В этом старом доме то царила мертвая тишина, то высокие покрытые штукатуркой стены набатом гудели от злобных голосов: скандалили из-за того, кому первому идти в туалет, обвиняли друг друга в воровстве, угрожали выселением. В моей «голубятне» не было двери, только потрепанная занавеска, которая, конечно, не могла служить мне защитой от частых проявлений людской гнусности. Оштукатуренные стены моей комнаты были разрисованы красно-зелеными пунктирными линиями. Окно располагалось в алькове. Оно едва заметно освещалось по ночам. Под ним стояла низенькая скамейка. Раз за разом, когда темнело, там появлялась какая-то непонятная серая фигура и садилась на эту скамейку в алькове. Фигура казалась нежной и грустной и напоминала ангела или престарелую мадонну — божьего одуванчика. Чаще всего это происходило зимними ночами, когда с неба лениво падали капли дождя; туч бывало слишком мало, и они не могли разлучить город с луной. Мне всегда казалось, что Новый Орлеан и луна прекрасно понимают друг друга, словно выросшие вместе сестры, которым для общения требуются теперь лишь безмолвные взгляды.

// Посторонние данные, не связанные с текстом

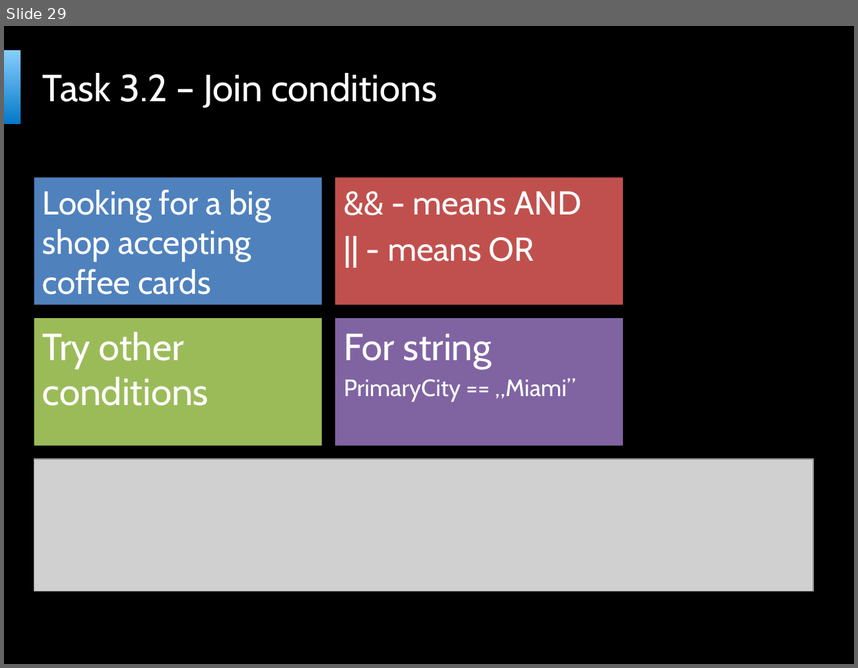
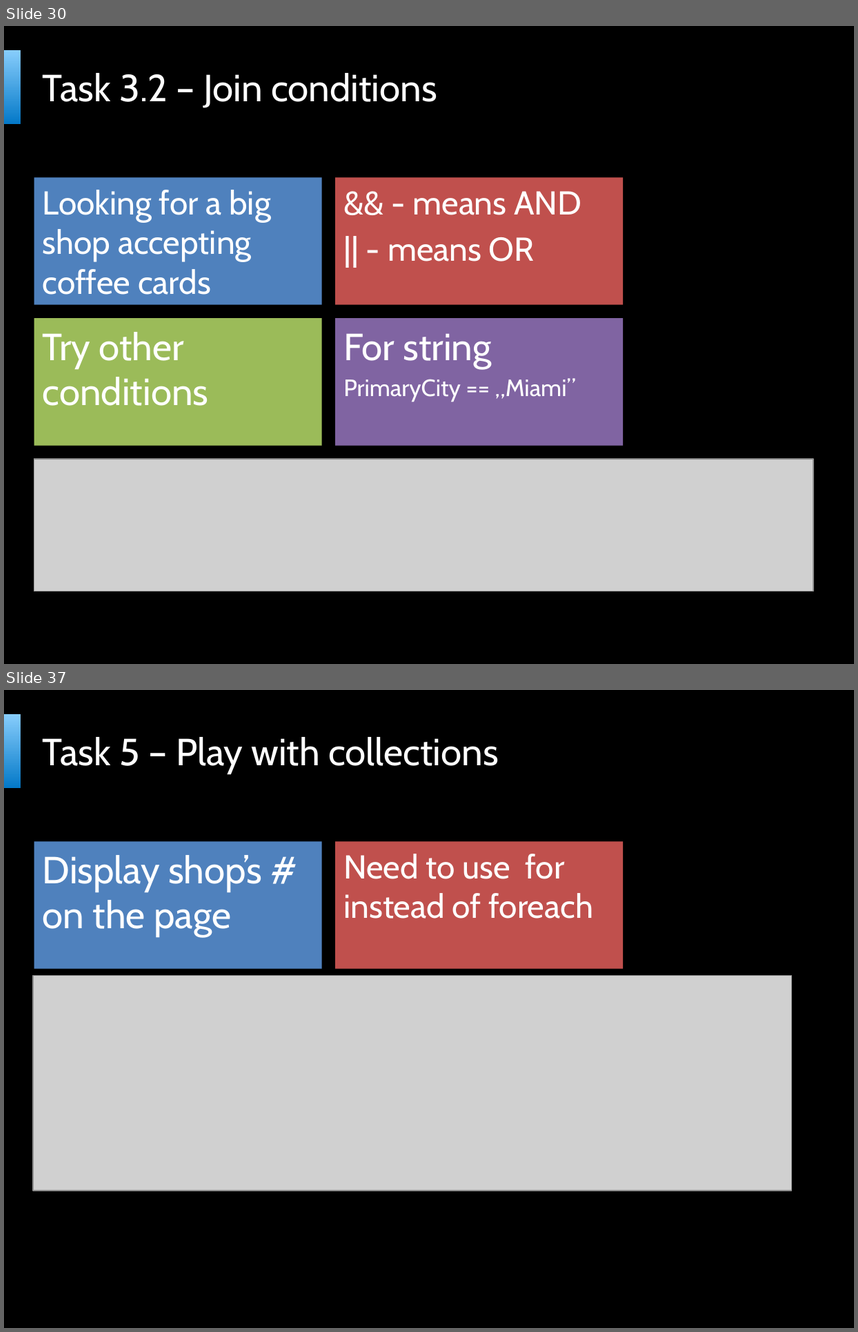
Before and after one commit to bartekwasielak/Presentation, a slide deck: Programming Made Easy.pptx. Shown one above the other, each under a label of ours: slide 29 before the commit, slides 30 and 37 after it; the slides between them are not shown. The pictures are 858x668 and 858x1332 pixels, drawn with LibreOffice and Linux fonts; fonts in the diff are those of the drawing; grey boxes stand for pictures; background and template pictures are left out. Boxes give left, top, right and bottom in pixels: in the first picture for what was removed or moved away, otherwise in the second. Text is boxed around its words. In the diff, an @@ line names an element or a change of style, - is before the commit and + after.

```diff
--- a/Programming Made Easy.pptx
+++ b/Programming Made Easy.pptx
@@ slide 37 added at box(4, 690, 854, 1328), background picture (left out); not listed: 2 template elements that a slide beside it also shows @@
@@ title added at box(43, 737, 499, 774), 32 pt, text #FFFFFF @@
+Task 5 – Play with collections
@@ text added at box(34, 841, 322, 969), fill #4F81BD, 32 pt, text #FFFFFF @@
+Display shop’s # on the page
@@ text added at box(335, 841, 624, 969), fill #C0504D, 28 pt, text #FFFFFF @@
+Need to use for instead of foreach
@@ picture added at box(33, 976, 792, 1191) @@
@@ picture added at box(34, 976, 555, 1098) @@
@@ what was slide 29 is now slide 30 @@
```
Also in this commit, not shown: 1 slide changed, 8 other slides added, 3 other files.

Лунная атмосфера этого города возвращала мне силы всякий раз, когда энергия, с которой я носился по куда более шумным городам, истощалась и возникала потребность в отдыхе, уединении. Как только я получал глубокую психическую травму, ощущал потерю или терпел неудачу, то возвращался в этот город. И в такие периоды мне думалось, что я принадлежу только ему и никому другому в этой стране.
Во время первого приезда в Новый Орлеан никаких писательских достижений у меня еще не было, и я уже смирился с неизвестностью и неудачами. Выработал в себе религию терпения, а отчаяние тщательно скрывал. Ночи действовали успокаивающе. Когда гасили фонарь, состоявший из одной голой лампы, все зримое исчезало, и оставался виден лишь альков в узком углублении стены над Бербон-стрит, — мне чудилось, что я перехожу в некое состояние, не имеющее изнуряющей связи с внешним миром. Некоторое время альков пустовал — это была лишь ниша, куда проникал тусклый свет. Но после того, как я уносился куда-нибудь в своих мечтах или предавался воспоминаниям, а затем снова поворачивался, чтобы посмотреть в том направлении, туда бесшумно входила прозрачная фигура, садилась на скамейку под окном и начинала на меня пристально смотреть. И я засыпал. Ее руки были сложены на коленях, а глаза глядели добрым немигающим взглядом — именно такой был у бабушки во время приступов болезни, когда я обычно приходил в ее комнату, садился у постели и собирался что-то сказать или положить свою руку на ее, но не мог сделать ни того, ни другого, зная, что, если такое случится, я расплачусь, и это причинит ей куда больше вреда, чем болезнь.